如果某个 payload 已经攒了几个样本，新加图的时候多走一步——这张新图跟同类样本的最高相似度，不能太低。低于 0.72 基本可以判定是标错了，直接拒了：

def validate_inclass_similarity(self, image, target_id) -> bool:
    MIN_INCLASS_SIMILARITY = 0.72
    image_features = self._engine.forward(image)
    best_inclass = -1.0
    for memory in self._load_memories():
        if memory.payload_id != target_id:
            continue
        existing = pickle.loads(memory.features)
        sim = self._cosine_similarity(image_features, existing)
        best_inclass = max(best_inclass, sim)

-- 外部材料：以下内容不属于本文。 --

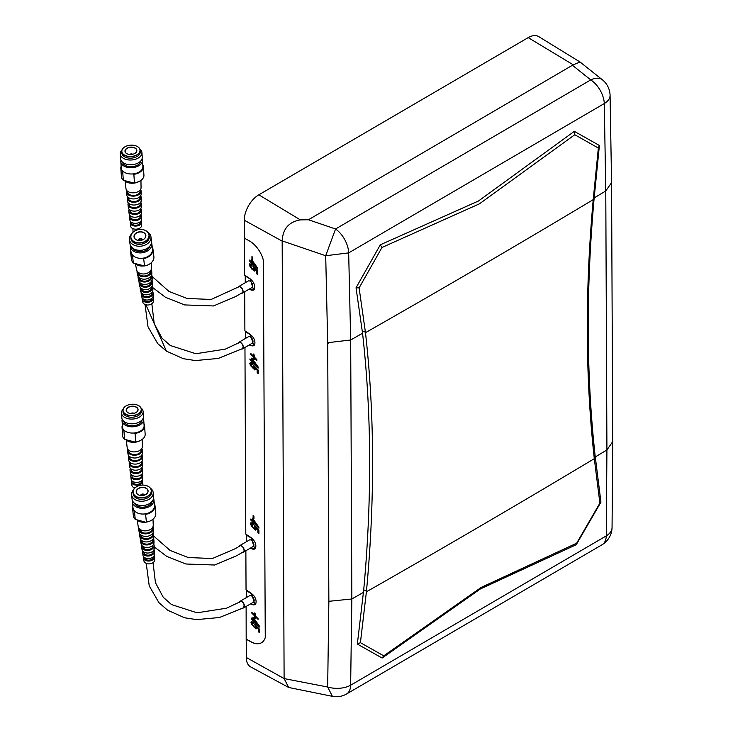 <?xml version="1.0" encoding="UTF-8"?>
<svg xmlns="http://www.w3.org/2000/svg" width="733" height="733" viewBox="0 0 733 733"><rect width="100%" height="100%" fill="white"/><g stroke="black" fill="none" stroke-linecap="round" stroke-linejoin="round"><path stroke-width="1.1" d="M244.959 347.46L245.793 534.128L251.227 537.683L254.782 549.118L250.2 548.229M245.867 550.758L246.041 589.827L251.483 593.391L255.038 604.826L250.457 603.928M239.572 602.16A3.491 2.007 59.7 0 1 240.076 601.591A3.491 2.007 59.7 0 1 241.826 601.766A3.491 2.007 59.7 0 1 244.153 604.972L243.622 607.749L219.424 617.516L196.646 619.623L184.643 617.782L167.646 610.222L158.914 602.663L149.23 585.887L146.233 563.365M381.957 247.479A521.557 453.58 110 0 1 380.308 244.804L478.475 200.998L574.333 131.335A521.667 308.932 -92.2 0 1 574.764 134.735L479.501 203.801L381.966 247.479L359.106 287.922L365.483 332.681C374.609 413.852 374.939 500.025 366.473 591.201L360.416 642.676L383.744 655.833L481.288 587.371L576.633 543.217A521.639 87.548 -55 0 1 576.23 544.701L600.941 502.132L595.004 454.625C586.263 374.123 585.988 288.555 594.17 197.928A12313.658 7147.593 -0.3 0 0 605.77 190.965L606.924 449.952L612.724 441.605L612.055 527.549A20.524 12.305 -178.8 0 1 606.264 535.896A20.524 11.975 59 0 1 602.095 544.729L346.489 694.041A20.524 11.6 60.4 0 0 350.64 685.218L606.264 535.896L606.924 449.952L595.26 456.961M383.744 655.833A521.383 232.159 148.6 0 0 382.113 658.042L480.289 589.002L576.23 544.701M238.472 343.026A3.491 2.007 59.7 0 1 238.912 342.595A3.491 2.007 59.7 0 1 240.653 342.76A3.491 2.007 59.7 0 1 243.136 347.14L242.403 348.679L218.205 358.446L195.436 360.563L183.424 358.712L166.428 351.153L145.904 304.791M250.613 345.39L253.865 345.82L250.32 334.385L244.886 330.84L244.703 291.761M365.483 332.681A12313.658 7147.593 -0.3 0 0 475.515 269.268A12313.658 7147.593 -0.3 0 0 593.217 199.642L598.348 148.039L574.764 134.735M366.408 591.806A12313.658 7147.593 -0.3 0 0 476.679 528.255A12313.658 7147.593 -0.3 0 0 594.307 458.666L594.243 458.107C585.328 377.083 584.989 290.928 593.217 199.642M256.944 365.978L252.793 359.93L252.803 361.809L257.201 365.831L252.793 359.93M256.504 267.124L252.344 261.076L252.354 262.955L256.752 266.977L252.344 261.076M254.736 367.297L255.46 369.395L254.8 369.954L250.604 365.721L249.779 363.266L252.179 363.724L252.179 364.704L250.732 364.338L251.263 365.767L254.058 368.571L254.488 368.223L253.343 365.016L258.208 370.101L258.227 373.693L257.173 372.639L257.164 369.835L254.736 367.297L257.411 369.698L257.42 372.492L258.227 373.335M253.636 365.318L253.609 365.593A4.609 2.648 59.7 0 1 254.488 366.94L254.461 368.406M251.117 364.109L252.537 364.493M250.274 362.496L250.182 363.018A3.638 2.089 -120.3 0 0 250.998 365.492A8.109 4.655 -120.3 0 0 253.077 368.268L255.102 369.78A1.191 0.687 -120.3 0 0 255.341 369.799M257.778 274.481L256.971 273.647L256.962 270.844L254.58 268.269L255.011 270.541L254.351 271.1L252.628 269.423A8.109 4.655 59.7 0 1 250.539 266.638A3.638 2.089 59.7 0 1 249.733 264.173L249.825 263.642M254.012 269.552L254.03 268.095A4.609 2.648 -120.3 0 0 253.16 266.739L253.187 266.464M252.088 265.648L250.668 265.264M252.289 269.625L250.155 266.867L249.33 264.411L251.731 264.87L251.731 265.85L250.283 265.483L250.686 265.135M254.892 270.953A1.191 0.687 59.7 0 1 254.653 270.926L252.628 269.423M252.803 362.643L252.812 363.614L251.795 362.597L251.795 361.626L249.944 359.766L249.935 358.932L251.786 360.792L251.776 358.061L258.199 367.041L258.199 368.058L252.803 362.643L258.199 367.691M252.143 358.428L251.786 360.792M250.347 359.344L252.812 363.055M257.75 268.846L252.702 263.587L252.363 264.76L251.346 263.743L251.712 262.561L249.898 260.49M251.346 262.771L249.495 260.911L249.486 260.078L251.337 261.947L251.694 259.583M252.363 264.201L251.712 262.561M252.803 258.996L252.299 256.926M254.232 357.731L254.25 359.747L253.242 358.739L253.233 356.724L250.585 354.057L250.576 353.297L253.233 355.963L253.224 353.947L254.223 354.955L254.232 356.971L256.88 359.628L256.88 360.389L254.232 357.731L256.88 359.976M253.554 354.286L253.233 355.963M250.97 353.7L253.572 356.531L253.581 358.547L254.241 359.234M250.439 362.313L250.182 363.018M254.058 368.571L254.8 368.039M249.99 263.459L249.733 264.173M250.283 265.483L252.234 268.69L253.609 269.717L254.039 269.368L252.894 266.161L257.759 271.247L257.778 274.848L256.724 273.785L256.715 270.99L254.287 268.443M253.609 269.717L254.351 269.194M251.337 261.947L251.327 259.207L257.75 268.186L257.75 269.203L252.354 263.788M251.95 258.685L251.941 256.568L252.793 257.42L252.803 259.537L252.308 258.474M246.123 606.457L246.178 639.194L251.016 641.861A20.524 12.049 -121.4 0 0 261.626 642.667A20.524 12.049 -121.4 0 0 265.264 637.453L263.339 260.169A20.524 12.049 -121.4 0 0 249.156 240.791L244.355 238.133L244.272 220.221A20.707 11.957 -60 0 1 258.831 194.822L528.191 37.621A20.707 11.957 -60 0 1 538.782 36.65L580.078 62.039L602.37 79.787A20.524 11.746 128.6 0 0 590.752 79.906A20.524 11.948 58.9 0 1 604.285 103.545L605.77 190.965L611.56 182.627L610.076 95.226A20.524 11.508 178.3 0 1 604.285 103.545L348.67 252.885L350.676 339.984A12313.658 7147.593 -0.3 0 0 362.551 333.249L356.036 287.785A1730.43 1381.604 -34.4 0 1 359.106 287.913M594.17 197.928L599.392 145.482A1734.8 541.073 98.9 0 0 598.348 148.029M574.333 131.335L599.392 145.482M380.308 244.804L356.036 287.785M362.551 333.249C371.622 413.815 372.016 499.329 363.715 589.799L357.347 644.06L382.113 658.032M246.178 639.194L246.526 657.611L284.111 678.584L327.669 687.023A20.524 12.14 1.9 0 0 350.64 685.218L351.84 598.98L350.676 339.984L328.769 342.577L327.706 343.795L328.86 601.307L351.84 598.98L363.476 592.365M244.456 238.188L244.63 275.132L250.072 278.696L253.618 290.131L249.037 289.233M254.076 289.782A6.844 3.931 59.7 0 1 253.352 289.883M254.324 345.481A6.844 3.931 59.7 0 1 253.6 345.582A6.496 3.729 59.7 0 1 250.365 345.252L249.55 344.776M250.365 345.527L249.284 344.931M249.302 289.086L250.118 289.553A6.496 3.729 59.7 0 0 253.371 289.874A6.496 3.729 59.7 0 0 254.333 284.679A6.496 3.729 59.7 0 0 250.072 278.971L245.372 276.103M245.262 282.727L245.234 276.176M253.371 289.874L254.415 289.269A6.496 3.729 -120.3 0 0 254.534 289.196M254.782 344.886A6.496 3.729 -120.3 0 1 254.663 344.959L253.618 345.573A6.496 3.729 59.7 0 0 254.571 340.378A6.496 3.729 59.7 0 0 250.32 334.669L245.61 331.792M245.509 338.426L245.482 331.875M261.672 642.639A20.524 12.049 58.6 0 1 251.107 641.806L246.279 639.139M251.446 621.492L250.952 622.262L253.343 622.72L253.352 623.701L251.905 623.334L253.856 626.541L255.231 627.567L255.661 627.219L254.516 624.012L259.381 629.097L259.4 632.698L258.346 631.635L258.337 628.841L255.909 626.294L256.632 628.392L255.973 628.951L251.776 624.718L250.952 622.262L251.611 621.309M252.5 521.759L250.649 519.899L250.64 519.074L252.5 520.934L252.482 518.204L258.905 527.183L258.905 528.2L253.508 522.776L253.517 523.756L252.5 522.739L252.867 521.548L251.053 519.486M253.105 515.565L253.957 516.417L253.966 518.524L253.114 517.672L253.105 515.565M252.967 621.593L251.107 617.937L252.958 619.797L252.949 617.058L259.363 626.037L259.372 627.063L253.975 622.051M254.415 617.736L254.406 615.72L251.758 613.063L251.749 612.302L254.406 614.96L254.397 612.953L255.396 613.952L255.405 615.967L258.053 618.625L258.053 619.385L255.405 616.728L255.414 618.744L254.415 617.736L255.414 618.231M250.988 522.638L250.484 523.399L252.885 523.866L252.885 524.846L251.437 524.48L253.398 527.678L254.772 528.713L255.203 528.356L254.049 525.158L258.914 530.234L258.932 533.835L257.879 532.781L257.869 529.977L255.441 527.439L256.165 529.528L255.515 530.096L251.309 525.863L250.484 523.399L251.144 522.446M254.772 528.713L255.505 528.181L255.194 527.082A4.609 2.648 -120.3 0 0 254.324 525.726L254.342 525.46M256.165 529.528L255.515 530.096L253.792 528.411A8.109 4.655 59.7 0 1 251.694 525.634L251.309 525.863M327.706 343.795L325.699 255.735L282.168 240.891C282.846 228.797 288.921 221.806 300.402 219.9L308.446 219.753L573.224 64.797L580.078 62.039M282.168 240.891L284.111 678.337M572.73 65.512L590.752 79.906L335.558 228.998L325.699 255.735L348.67 252.885A20.524 11.627 60.5 0 0 335.558 228.998L308.446 219.753M255.231 548.77A6.844 3.931 59.7 0 1 254.516 548.88L255.57 548.257A6.496 3.729 -120.3 0 0 255.689 548.183M246.682 597.422L246.654 590.871L251.492 593.666A6.496 3.729 59.7 0 1 255.744 599.374A6.496 3.729 59.7 0 1 254.791 604.569L255.835 603.965A6.496 3.729 -120.3 0 0 255.954 603.891M255.496 604.478A6.844 3.931 59.7 0 1 254.772 604.578M246.425 541.714L246.526 535.09M238.775 342.357A3.766 2.162 -120.3 0 1 240.653 342.54A3.766 2.162 59.7 0 1 243.118 345.848A3.766 2.162 59.7 0 1 242.559 348.853L252.234 343.209A3.766 2.162 59.7 0 0 252.793 340.204A3.766 2.162 59.7 0 0 250.329 336.896A3.766 2.162 -120.3 0 0 248.441 336.713L238.775 342.357A3.766 2.162 -120.3 0 0 238.124 343.209M242.559 348.853A3.766 2.162 59.7 0 1 241.762 349.027M238.527 286.658A3.766 2.162 -120.3 0 1 240.406 286.841A3.766 2.162 59.7 0 1 242.87 290.149A3.766 2.162 59.7 0 1 242.321 293.154L251.996 287.51A3.766 2.162 59.7 0 0 252.546 284.505A3.766 2.162 59.7 0 0 250.081 281.197A3.766 2.162 -120.3 0 0 248.203 281.014L238.527 286.658A3.766 2.162 -120.3 0 0 237.95 287.327M242.321 293.154A3.766 2.162 59.7 0 1 241.285 293.301M238.527 286.988A3.491 2.007 59.7 0 1 238.665 286.896A3.491 2.007 59.7 0 1 240.406 287.07A3.491 2.007 59.7 0 1 242.696 290.131A3.491 2.007 59.7 0 1 242.183 292.925A3.491 2.007 59.7 0 1 241.661 293.081M258.117 624.974L253.966 618.927L253.975 620.814L258.373 624.828L253.966 618.927M257.659 526.12L253.499 520.073L253.508 521.951L257.906 525.973L253.499 520.073M258.932 533.468L258.126 532.634L258.117 529.831L255.441 527.439M253.242 524.636L251.831 524.251M251.703 525.625A3.638 2.089 59.7 0 1 250.888 523.16M255.405 616.728L258.053 618.973M254.727 613.283L254.406 614.96M252.143 612.696L254.736 615.528L254.754 617.543M253.975 621.639L259.372 626.697M253.316 617.433L252.958 619.797M251.52 618.34L253.334 620.411L253.334 621.382M253.957 517.984L253.453 515.922M258.905 527.833L253.508 522.776M252.5 520.934L252.848 518.57M253.517 523.197L252.867 521.548M255.909 626.294L258.584 628.694L258.593 631.498L259.4 632.332M254.809 624.314L254.782 624.589A4.609 2.648 59.7 0 1 255.652 625.945L255.973 627.036M252.289 623.114L253.71 623.499M251.355 622.024A3.638 2.089 -120.3 0 0 252.17 624.489A8.109 4.655 -120.3 0 0 254.25 627.274L256.275 628.777M360.416 642.676A1735.735 1270.326 -30 0 1 357.347 644.05M576.633 543.217L599.887 503.159A1734.617 425.387 104.4 0 0 600.941 502.132M328.86 601.307L327.669 687.023L332.425 696.35A20.524 20.524 0 0 0 346.489 694.041M239.05 546.461A3.766 2.162 -120.3 0 1 239.682 545.654A3.766 2.162 -120.3 0 1 241.56 545.838A3.766 2.162 59.7 0 1 244.034 549.145A3.766 2.162 59.7 0 1 243.475 552.151A3.766 2.162 59.7 0 1 242.596 552.315M239.682 545.654L249.357 540.001A3.766 2.162 -120.3 0 1 251.236 540.194A3.766 2.162 59.7 0 1 253.7 543.501A3.766 2.162 59.7 0 1 253.151 546.506L243.475 552.151M239.444 546.232A3.491 2.007 59.7 0 1 239.819 545.883A3.491 2.007 59.7 0 1 241.569 546.058A3.491 2.007 59.7 0 1 243.851 549.127A3.491 2.007 59.7 0 1 243.338 551.912A3.491 2.007 59.7 0 1 243.099 552.022M239.938 601.353A3.766 2.162 -120.3 0 1 241.826 601.536A3.766 2.162 59.7 0 1 244.291 604.844A3.766 2.162 59.7 0 1 243.732 607.849L253.407 602.205A3.766 2.162 59.7 0 0 253.966 599.2A3.766 2.162 59.7 0 0 251.501 595.892A3.766 2.162 -120.3 0 0 249.614 595.709L239.938 601.353A3.766 2.162 -120.3 0 0 239.27 602.324M243.732 607.849A3.766 2.162 59.7 0 1 243.099 608.033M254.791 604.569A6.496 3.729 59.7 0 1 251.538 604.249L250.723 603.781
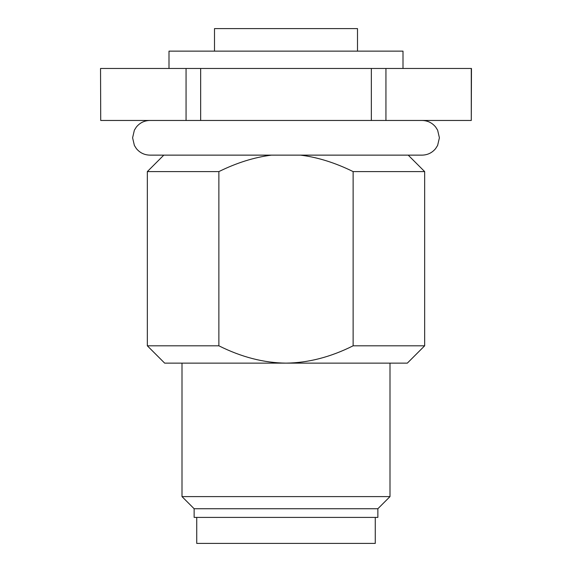 <?xml version="1.0" encoding="UTF-8"?>
<svg xmlns="http://www.w3.org/2000/svg" width="572" height="572" viewBox="0 0 572 572"><rect width="100%" height="100%" fill="white"/><g stroke="black" fill="none" stroke-linecap="round" stroke-linejoin="round"><path stroke-width="0.86" d="M214.5 51.137L214.5 28.6L357.5 28.6L357.5 51.137M286 543.4L375.268 543.4L196.732 543.4L196.732 517.403M403.003 68.468L403.003 51.137L168.997 51.137L168.997 68.468M100.722 68.468L186.064 68.468L186.064 120.463L100.722 120.463L100.536 68.468L100.722 120.463M471.278 68.468L471.278 120.463L471.464 68.468L186.064 68.468M200.658 68.468L200.658 120.463L186.064 120.463M371.342 68.468L371.342 120.463L200.658 120.463M385.936 68.468L385.936 120.463L371.342 120.463M471.278 120.463L385.936 120.463M422.064 120.463C427.613 120.585 432.153 122.787 435.678 127.07L437.63 130.173L439.403 137.802L437.63 145.424L435.592 148.634C432.067 152.853 427.563 155.019 422.064 155.134L149.935 155.134C144.387 155.012 139.847 152.81 136.322 148.534L134.37 145.424L132.597 137.802L134.37 130.173L136.322 127.07C139.847 122.787 144.387 120.585 149.935 120.463M300.529 155.134C317.66 157.279 335.192 162.763 353.131 171.6L353.131 345.803C330.609 357.092 308.236 362.87 286 363.134C263.763 362.87 241.391 357.092 218.869 345.803L218.869 171.6C236.808 162.763 254.34 157.279 271.471 155.134M408.201 155.134L424.667 171.6L353.131 171.6M163.799 155.134L147.333 171.6L147.333 345.803L218.869 345.803M218.869 171.6L147.333 171.6M353.131 345.803L424.667 345.803L407.336 363.134L164.665 363.134L147.333 345.803M424.667 171.6L424.667 345.803M182.003 363.134L182.003 496.603L389.997 496.603L389.997 363.134M389.997 496.603L377.863 508.737L194.137 508.737L182.003 496.603M194.137 508.737L194.137 517.403L377.863 517.403L377.863 508.737M375.268 517.403L375.268 543.4"/></g></svg>
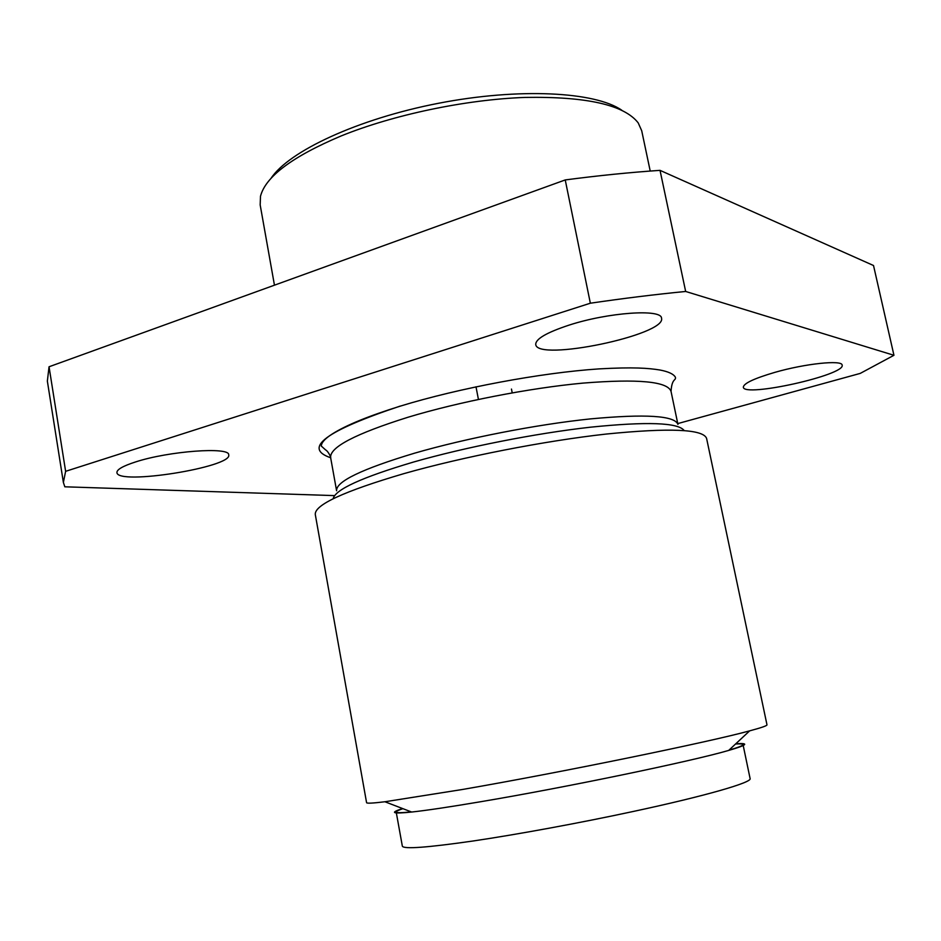 <?xml version="1.0" encoding="UTF-8"?>
<svg xmlns="http://www.w3.org/2000/svg" width="941" height="941" viewBox="0 0 941 941"><rect width="100%" height="100%" fill="white"/><g stroke="black" fill="none" stroke-linecap="round" stroke-linejoin="round"><path stroke-width="1.41" d="M334.608 495.613L64.823 486.803L63.376 482.439L65.623 471.323L49.05 366.767L47.356 381.093L63.376 482.439M590.348 303.214L565.235 179.931C598.335 175.591 629.929 172.391 660.029 170.356L685.66 291.463C655.454 294.415 623.683 298.332 590.348 303.214L65.623 471.323M677.755 423.591L860.239 373.401L893.95 355.286L873.519 265.515L660.029 170.356M135.433 461.984C168.721 451.01 229.933 446.622 228.687 454.832C233.097 467.03 117.484 485.615 116.919 472.605C116.731 469.583 122.895 466.042 135.433 461.984M774.843 372.365C754.117 378.47 743.613 383.41 743.343 387.186C743.508 397.714 845.888 374.977 842.148 365.12C842.289 359.721 805.214 363.591 774.843 372.365M569.129 325.104C546.674 332.514 535.547 338.972 535.735 344.488C536.982 361.932 666.875 334.878 661.523 318.187C661.688 308.672 608.145 312.377 569.129 325.104M893.95 355.286L685.66 291.463M650.219 171.05L641.715 130.764L638.21 122.895C624.259 104.886 586.549 96.394 525.078 97.417C465.736 99.546 393.561 114.696 341.16 135.939C292.38 156.559 265.48 176.685 260.481 196.316L260.175 204.926L274.454 285.182M565.235 179.931L49.05 366.767M270.973 178.437C288.64 151.301 357.709 118.931 438.4 103.298C519.067 87.572 595.23 91.7 621.789 110.238M735.544 744.013C740.332 743.731 742.825 743.919 743.014 744.566C743.237 745.495 738.556 747.366 728.969 750.153M411.299 811.907C401.372 812.906 396.337 812.93 396.185 811.989C396.126 811.307 398.372 810.201 402.913 808.672M735.791 743.79C749.683 742.814 747.319 745.025 728.687 750.424C691.917 761.21 565.635 787.464 479.863 801.861C449.339 807.025 426.614 810.413 411.664 812.036C392.373 814.012 389.351 812.848 402.595 808.554M462.572 789.464C561.495 772.338 708.855 742.096 749.636 730.863C761.422 727.699 767.209 725.687 766.986 724.829L706.597 438.424C703.28 429.143 669.839 427.685 606.286 434.048C544.486 440.894 463.066 456.82 403.901 473.629C343.971 491.261 314.435 504.882 315.282 514.48L366.578 802.661C366.684 803.543 372.801 803.238 384.916 801.756L462.572 789.464M396.185 811.989L402.348 846.182C403.724 849.3 427.202 847.582 472.782 841.042C517.55 834.408 579.597 823.01 633.081 811.507C705.738 795.933 752.247 782.406 750.106 778.583L743.014 744.566M330.656 457.749C302.579 448.128 325.727 430.919 400.113 406.112M414.675 453.15C466.207 438.224 536.546 424.497 590.207 418.921C645.502 413.781 674.744 415.604 677.932 424.403L671.039 391.397C667.616 381.446 638.269 378.694 582.985 383.105C529.36 388.068 459.232 401.748 407.959 417.263C355.498 433.766 329.715 447.198 330.62 457.561L336.596 490.743C335.902 481.533 361.92 469.006 414.675 453.15M684.142 430.543C678.238 422.556 647.02 421.439 590.489 427.19C535.711 433.319 465.277 447.21 413.452 462.066C361.862 477.358 335.09 489.591 333.138 498.777M728.687 750.424L749.636 730.863M411.664 812.036L384.916 801.756M671.039 391.397C671.862 377.847 676.191 380.929 675.391 377.212C673.568 374.024 668.428 371.624 659.959 370.013C648.361 368.131 633.787 366.955 598.935 368.896C540.981 372.742 458.843 388.115 400.266 406.136C368.743 415.946 346.112 425.203 332.396 433.895C325.163 438.471 321.457 442.529 321.281 446.046L325.586 449.892C328.656 451.551 331.444 458.538 330.62 457.561M512.222 392.856L511.469 389.068M478.428 399.431L475.993 386.786"/></g></svg>

    if best_inclass >= 0 and best_inclass < MIN_INCLASS_SIMILARITY:
        return False
    return True

这条加进来之前出过一次事故。调试的时候手滑点错了一张卡，错的卡也跟着进了库，越用越歪——后面识别越来越离谱，回查才发现根子在这。从那以后这检查就一直留着了。

失效记忆清理

payload 是引用业务库里卡片记录的，但业务库会被用户删卡、改版本——记忆库这边就会堆出一堆”指向不存在记录”的死链。

懒得专门起后台任务跑清理，干脆放在检索路径上顺手收一下，反正检索远比入库频繁：

def retrieve_with_cleanup(self, image, threshold=0.96):
    features = self._engine.forward(image)
    best_sim, best_payload = -1, None
    stale_ids = []

    for memory in self._load_memories():
        try:
            payload = memory.load_payload()
            if payload is None:
                stale_ids.append(memory.id)
                continue
        except Exception:
            stale_ids.append(memory.id)
            continue

        existing = pickle.loads(memory.features)
        sim = self._cosine_similarity(features, existing)
        if sim > best_sim:
            best_sim, best_payload = sim, payload

    if stale_ids:
        self._delete_memories(stale_ids)

    if best_payload and best_sim > threshold:
        return CLIPRetrieveData(best_payload, best_sim)
    return None

共享一个模型会话

支援卡、技能卡、道具、偶像卡，各管各的记忆库，但用的都是同一个 visual encoder。要是每个识别器都各自加载一份 ONNX，内存能给你撑爆。

所以模型会话只持有一份，所有识别器共享：

class CLIPServiceManager:
    def __init__(self):
        self._model_session = CLIPModelFromONNX("clip_visual.onnx")
        self.support_card_clip = SupportCardCLIP(self._model_session)
        self.skill_card_clip = SkillCardCLIP(self._model_session)
        self.item_clip = ItemCLIP(self._model_session)
        self.idol_card_clip = IdolCardCLIP(self._model_session)

提醒一句：ONNX Runtime 的 session 写入操作不是线程安全的，但只读推理没问题——只要别让不同识别器同时去改 session options，共享就是安全的。